— Коль скоро у нас осталось немного времени, я прочту вам «Летний день в рыбацком поселке» Йоуна ур Вёра[57].
Как Гёте, так и Йоун ур Вёр.
Ах, какая тишина объяла в то утро исландские дома. Это стихотворение знали и любили поголовно все, но повод! Поскольку же дикторша мешкала, тишина затягивалась, пожалуй, это была чуть ли не самая долгая пауза на исландском радио. Население перестало дышать, людские души с легким шорохом выпорхнули изо всех окон Рейкьявика, Акюрейри, Боргарнеса и устремились к ближайшему берегу, внимая этому безмолвию — безмолвию матросских вдов, детей и стариков, которое приходит, когда шум лодочных моторов смолкает вдали. На всех пляжах теснились души, две минуты, три. Обкатанные гальки ласково поглаживали друг дружку на мелководье, собачьи носы водорослей высовывались на поверхность и лениво покачивались среди синевы, и все души сияли улыбкой.
Увы, последующие телефонные звонки только еще больше раззадорили отца. Да, здесь необходимо читать стихи. Совет, утверждающий программы, после некоторых колебаний дал согласие. Директор радиостанции сказал, что если стихи имеют касательство к рыбе «как таковой» — он с легкостью философствовал по всем вопросам, — то он возражать не станет, чем крайне удивил присутствующих. Пока его секретарша Гвюдрун не пояснила, что директорский «энтузиазм» связан со звонком епископши[59], тетки Гвюдрун по отцу, которая сказала ему, что Халлдоурово начинание просто очаровательно и облагородило передачу. А ведь верно. Епископша обычно слушала сводки из рыбного порта. «Слыша голос Халлдоура, я словно воочию вижу море. И рыбу, что плещется в волнах».

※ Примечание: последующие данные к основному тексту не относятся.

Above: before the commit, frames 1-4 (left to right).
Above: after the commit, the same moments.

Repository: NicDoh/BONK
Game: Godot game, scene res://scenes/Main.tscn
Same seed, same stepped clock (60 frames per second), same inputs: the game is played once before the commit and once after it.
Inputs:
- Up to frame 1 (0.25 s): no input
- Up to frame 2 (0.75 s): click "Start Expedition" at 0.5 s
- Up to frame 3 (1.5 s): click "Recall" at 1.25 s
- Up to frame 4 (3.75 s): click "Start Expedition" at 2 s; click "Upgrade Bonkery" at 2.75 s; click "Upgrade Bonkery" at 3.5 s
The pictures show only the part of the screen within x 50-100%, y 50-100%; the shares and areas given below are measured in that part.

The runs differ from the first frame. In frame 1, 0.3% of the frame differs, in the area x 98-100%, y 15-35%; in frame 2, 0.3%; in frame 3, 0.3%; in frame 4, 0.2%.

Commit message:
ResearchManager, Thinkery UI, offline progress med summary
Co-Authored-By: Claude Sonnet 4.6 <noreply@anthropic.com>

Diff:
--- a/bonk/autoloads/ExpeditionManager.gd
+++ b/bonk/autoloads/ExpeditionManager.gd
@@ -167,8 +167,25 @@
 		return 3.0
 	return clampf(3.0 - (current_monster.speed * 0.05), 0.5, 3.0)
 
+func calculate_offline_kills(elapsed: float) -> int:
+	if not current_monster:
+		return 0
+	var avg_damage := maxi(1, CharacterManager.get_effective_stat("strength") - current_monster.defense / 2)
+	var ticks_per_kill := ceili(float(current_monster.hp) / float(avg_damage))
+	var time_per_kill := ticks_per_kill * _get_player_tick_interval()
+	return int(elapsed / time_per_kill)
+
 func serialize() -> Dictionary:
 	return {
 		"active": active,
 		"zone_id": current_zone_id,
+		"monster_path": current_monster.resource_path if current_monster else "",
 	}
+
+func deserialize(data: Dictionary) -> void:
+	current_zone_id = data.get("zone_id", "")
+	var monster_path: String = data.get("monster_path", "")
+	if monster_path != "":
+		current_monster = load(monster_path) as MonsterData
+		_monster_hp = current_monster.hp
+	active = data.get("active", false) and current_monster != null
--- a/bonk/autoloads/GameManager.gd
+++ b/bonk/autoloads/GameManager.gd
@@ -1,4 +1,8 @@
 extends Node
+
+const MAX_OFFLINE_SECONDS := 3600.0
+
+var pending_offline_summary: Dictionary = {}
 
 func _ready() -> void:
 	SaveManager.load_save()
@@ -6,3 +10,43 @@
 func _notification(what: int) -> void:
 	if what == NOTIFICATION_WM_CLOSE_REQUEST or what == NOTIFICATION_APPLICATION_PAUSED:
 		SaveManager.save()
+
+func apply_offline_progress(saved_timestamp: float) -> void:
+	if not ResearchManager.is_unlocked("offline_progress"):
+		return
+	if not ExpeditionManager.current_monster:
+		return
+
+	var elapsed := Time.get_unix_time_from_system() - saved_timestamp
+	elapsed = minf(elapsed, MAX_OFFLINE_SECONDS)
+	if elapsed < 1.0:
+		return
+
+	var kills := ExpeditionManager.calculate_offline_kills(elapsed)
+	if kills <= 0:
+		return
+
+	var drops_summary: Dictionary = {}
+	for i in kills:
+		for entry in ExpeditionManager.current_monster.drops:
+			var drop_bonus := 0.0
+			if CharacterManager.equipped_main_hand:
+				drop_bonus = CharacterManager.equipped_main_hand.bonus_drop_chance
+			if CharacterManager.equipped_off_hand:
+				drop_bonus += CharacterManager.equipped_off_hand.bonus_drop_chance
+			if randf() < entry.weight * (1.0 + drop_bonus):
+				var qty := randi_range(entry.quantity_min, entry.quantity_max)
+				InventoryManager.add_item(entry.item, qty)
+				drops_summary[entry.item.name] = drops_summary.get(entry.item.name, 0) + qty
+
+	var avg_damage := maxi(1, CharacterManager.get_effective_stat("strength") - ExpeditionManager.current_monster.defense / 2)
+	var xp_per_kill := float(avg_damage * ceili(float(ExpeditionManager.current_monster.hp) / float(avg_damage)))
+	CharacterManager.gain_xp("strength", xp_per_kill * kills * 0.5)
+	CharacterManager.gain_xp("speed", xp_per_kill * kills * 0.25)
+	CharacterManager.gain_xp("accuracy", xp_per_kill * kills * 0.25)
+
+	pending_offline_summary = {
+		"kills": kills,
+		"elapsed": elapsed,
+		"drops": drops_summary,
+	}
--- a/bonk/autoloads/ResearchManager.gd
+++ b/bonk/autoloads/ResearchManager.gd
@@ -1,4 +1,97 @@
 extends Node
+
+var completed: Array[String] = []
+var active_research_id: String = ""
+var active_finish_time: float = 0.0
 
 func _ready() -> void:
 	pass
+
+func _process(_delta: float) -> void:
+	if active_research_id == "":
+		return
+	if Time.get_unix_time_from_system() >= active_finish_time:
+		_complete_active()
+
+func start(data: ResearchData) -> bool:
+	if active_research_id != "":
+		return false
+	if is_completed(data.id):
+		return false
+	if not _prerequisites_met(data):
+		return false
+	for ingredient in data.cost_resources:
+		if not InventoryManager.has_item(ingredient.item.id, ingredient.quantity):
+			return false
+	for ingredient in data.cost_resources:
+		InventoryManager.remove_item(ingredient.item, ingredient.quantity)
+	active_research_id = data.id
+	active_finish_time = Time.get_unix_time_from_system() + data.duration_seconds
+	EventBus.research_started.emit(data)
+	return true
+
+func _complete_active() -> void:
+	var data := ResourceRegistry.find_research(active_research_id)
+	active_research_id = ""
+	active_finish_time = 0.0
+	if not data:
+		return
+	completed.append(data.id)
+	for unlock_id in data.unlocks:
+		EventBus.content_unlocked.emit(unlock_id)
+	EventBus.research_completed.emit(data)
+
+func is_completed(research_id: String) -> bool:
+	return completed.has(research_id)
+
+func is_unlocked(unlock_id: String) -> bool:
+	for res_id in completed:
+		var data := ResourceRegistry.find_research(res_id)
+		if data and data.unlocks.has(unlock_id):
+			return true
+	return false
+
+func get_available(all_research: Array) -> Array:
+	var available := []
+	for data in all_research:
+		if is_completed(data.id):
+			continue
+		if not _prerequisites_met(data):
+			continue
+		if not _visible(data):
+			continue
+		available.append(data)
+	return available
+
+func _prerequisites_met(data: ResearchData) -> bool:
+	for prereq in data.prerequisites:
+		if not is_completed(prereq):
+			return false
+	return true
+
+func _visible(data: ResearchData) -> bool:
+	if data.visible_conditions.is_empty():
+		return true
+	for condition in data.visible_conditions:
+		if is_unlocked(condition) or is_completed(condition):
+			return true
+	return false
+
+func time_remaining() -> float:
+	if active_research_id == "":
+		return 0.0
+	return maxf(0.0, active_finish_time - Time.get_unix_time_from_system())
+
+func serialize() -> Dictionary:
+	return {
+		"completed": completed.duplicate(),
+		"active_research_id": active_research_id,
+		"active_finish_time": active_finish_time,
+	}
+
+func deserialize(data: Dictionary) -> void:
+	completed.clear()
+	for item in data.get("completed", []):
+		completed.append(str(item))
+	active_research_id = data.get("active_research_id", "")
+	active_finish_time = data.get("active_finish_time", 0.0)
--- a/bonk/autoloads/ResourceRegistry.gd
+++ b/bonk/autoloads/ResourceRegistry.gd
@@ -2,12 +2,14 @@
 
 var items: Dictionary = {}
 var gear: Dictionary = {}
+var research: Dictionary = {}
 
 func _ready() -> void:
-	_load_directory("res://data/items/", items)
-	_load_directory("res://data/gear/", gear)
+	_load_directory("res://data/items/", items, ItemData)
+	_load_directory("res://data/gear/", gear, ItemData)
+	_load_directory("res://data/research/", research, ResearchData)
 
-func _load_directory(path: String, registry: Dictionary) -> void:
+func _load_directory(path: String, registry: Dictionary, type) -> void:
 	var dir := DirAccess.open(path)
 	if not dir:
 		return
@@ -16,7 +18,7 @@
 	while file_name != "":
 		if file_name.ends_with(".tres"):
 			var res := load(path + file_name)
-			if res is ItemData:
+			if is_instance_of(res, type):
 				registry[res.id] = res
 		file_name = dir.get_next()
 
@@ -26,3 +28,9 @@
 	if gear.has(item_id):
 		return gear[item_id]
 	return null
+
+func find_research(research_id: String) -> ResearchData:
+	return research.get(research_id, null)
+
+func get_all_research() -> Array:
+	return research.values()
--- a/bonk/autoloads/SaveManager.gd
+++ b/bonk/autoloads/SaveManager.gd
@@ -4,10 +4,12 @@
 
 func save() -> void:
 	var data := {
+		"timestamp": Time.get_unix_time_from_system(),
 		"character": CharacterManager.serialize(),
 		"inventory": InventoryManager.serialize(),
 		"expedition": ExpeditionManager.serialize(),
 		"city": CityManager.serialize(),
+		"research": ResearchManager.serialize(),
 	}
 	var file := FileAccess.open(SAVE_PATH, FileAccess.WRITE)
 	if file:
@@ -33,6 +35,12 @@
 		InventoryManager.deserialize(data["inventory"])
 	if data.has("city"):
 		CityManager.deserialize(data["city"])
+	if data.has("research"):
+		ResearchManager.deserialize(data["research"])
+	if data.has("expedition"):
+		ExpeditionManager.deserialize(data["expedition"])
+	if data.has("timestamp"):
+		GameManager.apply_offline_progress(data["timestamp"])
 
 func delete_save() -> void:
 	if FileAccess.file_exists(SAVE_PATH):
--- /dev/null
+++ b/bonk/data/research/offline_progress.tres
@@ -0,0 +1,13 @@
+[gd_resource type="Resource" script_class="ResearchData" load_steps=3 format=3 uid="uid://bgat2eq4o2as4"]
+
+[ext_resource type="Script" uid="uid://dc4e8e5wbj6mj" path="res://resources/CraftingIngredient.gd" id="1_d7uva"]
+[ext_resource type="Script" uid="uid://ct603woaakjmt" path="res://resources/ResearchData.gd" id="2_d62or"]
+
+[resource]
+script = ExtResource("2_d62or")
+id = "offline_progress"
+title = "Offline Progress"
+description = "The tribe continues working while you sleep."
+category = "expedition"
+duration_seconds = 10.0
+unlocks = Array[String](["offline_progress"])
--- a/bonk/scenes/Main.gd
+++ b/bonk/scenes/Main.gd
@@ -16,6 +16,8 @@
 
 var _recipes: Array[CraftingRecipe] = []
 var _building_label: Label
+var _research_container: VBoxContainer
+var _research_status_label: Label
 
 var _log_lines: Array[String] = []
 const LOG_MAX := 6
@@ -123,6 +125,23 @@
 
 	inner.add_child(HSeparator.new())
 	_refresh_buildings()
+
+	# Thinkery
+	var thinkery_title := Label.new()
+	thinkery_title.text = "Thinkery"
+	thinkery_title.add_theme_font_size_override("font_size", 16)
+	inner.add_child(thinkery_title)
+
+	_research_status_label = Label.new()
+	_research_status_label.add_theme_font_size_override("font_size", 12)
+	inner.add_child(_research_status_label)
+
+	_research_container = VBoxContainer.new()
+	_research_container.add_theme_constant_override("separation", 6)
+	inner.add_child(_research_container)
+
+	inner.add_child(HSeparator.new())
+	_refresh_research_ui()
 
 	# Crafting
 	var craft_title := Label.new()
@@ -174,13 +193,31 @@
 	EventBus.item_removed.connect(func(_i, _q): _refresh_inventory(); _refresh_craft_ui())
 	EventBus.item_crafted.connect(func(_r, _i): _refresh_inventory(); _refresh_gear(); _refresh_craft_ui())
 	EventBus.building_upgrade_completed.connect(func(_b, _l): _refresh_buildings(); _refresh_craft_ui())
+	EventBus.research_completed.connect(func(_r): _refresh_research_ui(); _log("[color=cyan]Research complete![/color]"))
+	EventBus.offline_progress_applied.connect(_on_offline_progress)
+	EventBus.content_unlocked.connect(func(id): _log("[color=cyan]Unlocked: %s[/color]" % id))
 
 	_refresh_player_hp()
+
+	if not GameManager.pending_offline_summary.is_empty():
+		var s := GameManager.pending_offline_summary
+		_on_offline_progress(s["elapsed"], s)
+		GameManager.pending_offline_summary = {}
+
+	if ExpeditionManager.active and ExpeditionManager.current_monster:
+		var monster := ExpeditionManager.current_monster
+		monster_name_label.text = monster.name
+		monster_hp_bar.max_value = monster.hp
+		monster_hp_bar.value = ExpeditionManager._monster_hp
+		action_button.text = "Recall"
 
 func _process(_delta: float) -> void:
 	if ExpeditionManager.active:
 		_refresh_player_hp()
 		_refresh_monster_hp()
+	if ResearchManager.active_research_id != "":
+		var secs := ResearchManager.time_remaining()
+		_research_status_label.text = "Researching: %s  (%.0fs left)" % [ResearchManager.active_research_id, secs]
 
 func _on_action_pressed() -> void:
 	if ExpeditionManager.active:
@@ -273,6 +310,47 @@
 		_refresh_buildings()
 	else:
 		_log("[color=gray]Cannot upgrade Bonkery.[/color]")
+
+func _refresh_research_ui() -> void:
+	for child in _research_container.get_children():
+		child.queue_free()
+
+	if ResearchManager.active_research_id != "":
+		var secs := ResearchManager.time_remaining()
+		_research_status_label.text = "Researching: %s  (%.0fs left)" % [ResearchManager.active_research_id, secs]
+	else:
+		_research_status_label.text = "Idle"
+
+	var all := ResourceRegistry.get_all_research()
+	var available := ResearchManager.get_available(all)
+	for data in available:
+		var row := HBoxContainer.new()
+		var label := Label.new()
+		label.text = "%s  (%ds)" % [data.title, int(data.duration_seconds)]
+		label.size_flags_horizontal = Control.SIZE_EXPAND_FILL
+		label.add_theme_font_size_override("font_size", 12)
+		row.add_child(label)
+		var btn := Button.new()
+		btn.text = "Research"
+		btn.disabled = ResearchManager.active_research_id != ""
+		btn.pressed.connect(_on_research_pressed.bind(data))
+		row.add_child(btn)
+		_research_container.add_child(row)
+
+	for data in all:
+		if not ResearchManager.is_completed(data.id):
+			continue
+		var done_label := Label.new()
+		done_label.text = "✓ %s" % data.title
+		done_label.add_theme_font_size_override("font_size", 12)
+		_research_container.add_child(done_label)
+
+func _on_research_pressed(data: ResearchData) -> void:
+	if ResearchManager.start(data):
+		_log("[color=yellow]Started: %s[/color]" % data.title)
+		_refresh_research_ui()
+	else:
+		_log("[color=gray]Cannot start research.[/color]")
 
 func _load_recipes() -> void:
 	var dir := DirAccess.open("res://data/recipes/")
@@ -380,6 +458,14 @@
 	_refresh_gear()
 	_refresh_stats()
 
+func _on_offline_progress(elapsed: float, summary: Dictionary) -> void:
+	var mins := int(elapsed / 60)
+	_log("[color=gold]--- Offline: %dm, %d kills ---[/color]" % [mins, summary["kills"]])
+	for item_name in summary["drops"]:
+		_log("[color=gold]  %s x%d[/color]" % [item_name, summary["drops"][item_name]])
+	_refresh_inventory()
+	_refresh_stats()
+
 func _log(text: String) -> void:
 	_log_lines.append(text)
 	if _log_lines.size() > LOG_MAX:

Слышала, видела или чувствовала? Звонок епископши, безусловно, произвел впечатление на директора радиостанции, однако:
— Стихи не должны быть слишком длинными. А современные стихи обычно длинноваты, верно?
— Наоборот, — возразил Халлдоур. — Скорее, коротковаты.

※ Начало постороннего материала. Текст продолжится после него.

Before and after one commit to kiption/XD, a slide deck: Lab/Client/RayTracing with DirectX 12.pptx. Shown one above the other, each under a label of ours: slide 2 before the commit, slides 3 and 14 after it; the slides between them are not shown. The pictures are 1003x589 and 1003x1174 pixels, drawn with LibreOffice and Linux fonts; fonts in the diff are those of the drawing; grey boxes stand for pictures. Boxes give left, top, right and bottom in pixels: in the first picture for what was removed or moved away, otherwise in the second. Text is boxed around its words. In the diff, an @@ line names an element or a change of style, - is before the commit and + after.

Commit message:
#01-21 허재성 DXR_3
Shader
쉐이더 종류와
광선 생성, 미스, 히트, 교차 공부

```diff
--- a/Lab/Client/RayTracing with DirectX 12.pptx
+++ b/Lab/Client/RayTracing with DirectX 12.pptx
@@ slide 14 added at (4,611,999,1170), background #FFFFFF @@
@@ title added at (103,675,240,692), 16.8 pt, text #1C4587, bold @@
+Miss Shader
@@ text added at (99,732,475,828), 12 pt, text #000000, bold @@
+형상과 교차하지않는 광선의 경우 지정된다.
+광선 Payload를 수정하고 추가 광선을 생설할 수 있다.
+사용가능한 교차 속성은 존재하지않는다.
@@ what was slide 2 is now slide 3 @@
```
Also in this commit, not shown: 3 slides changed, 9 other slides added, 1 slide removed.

— Вот именно, — сказал директор. — Вообще-то я имею в виду, что… ни в коем случае нельзя упоминать про утопленников.
— Ты о Шекспире? «Вместо глаз — жемчуга…»[60]
— Никаких утопленников, — повторил директор.
Целых полгода отец превосходно справлялся с задачей декламации стихов о «рыбе как таковой» — хотя толика ее и оказывалась в траве на берегу. Однако ж рано или поздно любой сундук поэтических сокровищ пустеет, и отец, который давно это понял, вечерами все больше мрачнел. Он решился взвалить на себя тяжкое бремя стать поэтом.
Многое можно сказать о поэзии и о том выражении, какое она находит в стихе, — эта маска, укрывающая от пустоты, это чудесное доказательство щедрого величия всякого человеческого труда. Поэзия созидает мир, ибо лишь в наречении имен мир обретает зримость. Через посредство языка он начинает двигаться, становится процессом, в котором мы все участвуем. Подлинная поэзия наделяет мир новыми масштабами. Зовет нас в странствия, но и влечет спокойно осваивать таинственные континенты души, ведь, как я где-то вычитал, она есть прежде всего труд любви.
Теперь же необходимо сказать вот что: поэтическое творчество, которое начинается с языкового мятежа, в моем отце приверженца не имело. Он не был мятежником. Он щелкал пальцами, и слова, бесцветные, как члены приходского швейного кружка, входили в гостиную и укладывались у его ног — солидные дамы из швейного кружка, — временами преданно на него поглядывая. Нет, его слова не были крупными фигурами. Они, конечно, рифмовались друг с другом, да и почему бы, собственно, не зарифмовать свою пригрезившуюся жизнь, свои несуразные любовные усилия? Ведь рифма — вроде как таблетка от головной боли: когда размер соблюден и «сердец» встречается с «наконец», а «звезда» — с «всегда», напряжение зачастую отпускает. Ну а что отцов поэтический метод был эклектичен, не составляло тайны даже для него самого. Он писал в твердой уверенности, что, включая в свои стихи лучшие метафоры мировой поэзии, оживляет их и осовременивает. Так что вполне можно простить родному отцу его стихи, с поэзией они имели весьма мало общего.